# [Work request]
When you have gone through the entries below, state how many lines include the word "result" and write nothing else.

# [Stored records]
§ §

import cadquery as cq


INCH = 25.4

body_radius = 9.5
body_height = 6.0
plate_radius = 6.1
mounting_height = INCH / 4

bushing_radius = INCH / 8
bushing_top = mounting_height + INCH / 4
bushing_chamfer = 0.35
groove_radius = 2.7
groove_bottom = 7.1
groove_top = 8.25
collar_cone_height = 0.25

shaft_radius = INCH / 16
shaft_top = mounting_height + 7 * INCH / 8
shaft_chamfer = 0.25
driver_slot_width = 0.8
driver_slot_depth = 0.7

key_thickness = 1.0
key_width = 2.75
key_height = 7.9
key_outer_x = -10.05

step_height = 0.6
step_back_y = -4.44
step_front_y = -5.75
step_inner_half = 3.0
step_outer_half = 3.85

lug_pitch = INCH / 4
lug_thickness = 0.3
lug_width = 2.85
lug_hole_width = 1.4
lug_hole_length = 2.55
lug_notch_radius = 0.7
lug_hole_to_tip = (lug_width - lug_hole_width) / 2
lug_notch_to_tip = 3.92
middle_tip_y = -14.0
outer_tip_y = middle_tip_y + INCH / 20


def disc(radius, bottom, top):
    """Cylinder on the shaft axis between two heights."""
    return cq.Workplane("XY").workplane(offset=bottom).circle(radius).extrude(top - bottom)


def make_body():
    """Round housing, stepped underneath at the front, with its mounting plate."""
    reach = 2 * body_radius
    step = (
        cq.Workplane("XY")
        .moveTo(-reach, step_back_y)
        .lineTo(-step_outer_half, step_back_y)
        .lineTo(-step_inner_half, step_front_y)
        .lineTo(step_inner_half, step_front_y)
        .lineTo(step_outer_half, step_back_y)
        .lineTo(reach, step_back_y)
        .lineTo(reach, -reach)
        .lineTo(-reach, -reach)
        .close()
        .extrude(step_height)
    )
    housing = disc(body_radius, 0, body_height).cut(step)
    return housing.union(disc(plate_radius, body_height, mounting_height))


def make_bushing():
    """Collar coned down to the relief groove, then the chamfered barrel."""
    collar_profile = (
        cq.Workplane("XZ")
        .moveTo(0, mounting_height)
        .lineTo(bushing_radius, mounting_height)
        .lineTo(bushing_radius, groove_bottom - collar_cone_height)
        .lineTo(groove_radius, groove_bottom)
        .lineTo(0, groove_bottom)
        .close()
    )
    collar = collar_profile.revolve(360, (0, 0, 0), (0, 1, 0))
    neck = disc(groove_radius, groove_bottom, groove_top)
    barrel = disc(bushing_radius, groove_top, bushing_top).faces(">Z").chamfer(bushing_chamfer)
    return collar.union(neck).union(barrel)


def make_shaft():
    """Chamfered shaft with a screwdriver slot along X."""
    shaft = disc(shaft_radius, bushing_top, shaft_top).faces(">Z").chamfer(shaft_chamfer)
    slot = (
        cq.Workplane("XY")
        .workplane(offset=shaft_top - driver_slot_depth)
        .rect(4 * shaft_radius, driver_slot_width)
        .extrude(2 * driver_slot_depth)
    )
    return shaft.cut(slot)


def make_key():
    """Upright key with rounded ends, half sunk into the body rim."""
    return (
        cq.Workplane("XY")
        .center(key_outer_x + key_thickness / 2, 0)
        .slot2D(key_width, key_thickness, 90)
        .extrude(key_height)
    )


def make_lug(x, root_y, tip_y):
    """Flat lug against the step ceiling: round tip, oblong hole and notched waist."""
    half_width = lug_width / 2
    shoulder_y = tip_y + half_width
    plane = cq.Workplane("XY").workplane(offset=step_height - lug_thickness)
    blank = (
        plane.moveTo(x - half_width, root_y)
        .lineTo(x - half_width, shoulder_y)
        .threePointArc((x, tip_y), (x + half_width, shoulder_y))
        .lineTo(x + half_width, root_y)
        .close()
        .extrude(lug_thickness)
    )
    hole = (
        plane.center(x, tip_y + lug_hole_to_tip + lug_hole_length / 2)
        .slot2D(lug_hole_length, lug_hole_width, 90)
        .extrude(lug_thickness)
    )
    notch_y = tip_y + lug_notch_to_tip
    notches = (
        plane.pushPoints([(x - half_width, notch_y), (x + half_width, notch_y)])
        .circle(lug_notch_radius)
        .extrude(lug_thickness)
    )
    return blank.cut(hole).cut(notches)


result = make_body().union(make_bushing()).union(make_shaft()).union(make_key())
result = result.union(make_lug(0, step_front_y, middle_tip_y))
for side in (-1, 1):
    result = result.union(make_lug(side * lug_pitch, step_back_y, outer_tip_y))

§ §

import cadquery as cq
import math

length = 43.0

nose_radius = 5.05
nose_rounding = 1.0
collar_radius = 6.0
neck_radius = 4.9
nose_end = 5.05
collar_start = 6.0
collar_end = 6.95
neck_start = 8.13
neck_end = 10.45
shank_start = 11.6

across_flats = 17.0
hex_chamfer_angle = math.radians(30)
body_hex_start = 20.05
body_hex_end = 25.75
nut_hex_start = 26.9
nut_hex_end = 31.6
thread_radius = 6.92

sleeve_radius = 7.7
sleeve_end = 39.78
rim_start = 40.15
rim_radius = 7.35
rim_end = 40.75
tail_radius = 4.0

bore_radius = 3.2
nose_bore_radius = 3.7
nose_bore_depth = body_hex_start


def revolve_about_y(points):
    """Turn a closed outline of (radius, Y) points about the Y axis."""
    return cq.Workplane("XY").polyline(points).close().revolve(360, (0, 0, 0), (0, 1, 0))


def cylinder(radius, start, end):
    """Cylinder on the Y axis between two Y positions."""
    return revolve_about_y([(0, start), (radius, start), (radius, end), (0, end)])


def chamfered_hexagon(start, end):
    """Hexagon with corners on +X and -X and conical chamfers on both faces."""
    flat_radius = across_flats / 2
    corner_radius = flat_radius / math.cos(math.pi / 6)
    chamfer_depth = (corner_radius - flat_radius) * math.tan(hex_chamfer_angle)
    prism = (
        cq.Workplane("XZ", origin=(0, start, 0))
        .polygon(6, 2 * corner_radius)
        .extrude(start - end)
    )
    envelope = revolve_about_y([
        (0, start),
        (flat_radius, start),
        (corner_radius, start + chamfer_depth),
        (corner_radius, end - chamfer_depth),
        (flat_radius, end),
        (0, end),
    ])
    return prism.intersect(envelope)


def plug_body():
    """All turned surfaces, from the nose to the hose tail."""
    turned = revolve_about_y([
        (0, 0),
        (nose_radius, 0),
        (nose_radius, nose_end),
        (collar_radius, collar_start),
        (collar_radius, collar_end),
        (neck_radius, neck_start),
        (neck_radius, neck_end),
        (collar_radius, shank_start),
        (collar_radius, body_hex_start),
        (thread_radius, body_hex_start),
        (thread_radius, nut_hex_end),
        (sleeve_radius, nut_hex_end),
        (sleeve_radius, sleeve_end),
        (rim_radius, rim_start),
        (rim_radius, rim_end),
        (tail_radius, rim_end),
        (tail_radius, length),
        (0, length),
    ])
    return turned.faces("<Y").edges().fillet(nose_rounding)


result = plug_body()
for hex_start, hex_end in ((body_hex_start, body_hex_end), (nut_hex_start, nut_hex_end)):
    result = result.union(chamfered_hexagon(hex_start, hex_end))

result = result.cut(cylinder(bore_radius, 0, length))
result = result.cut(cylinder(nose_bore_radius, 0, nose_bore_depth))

§ §

# [Task solution]
7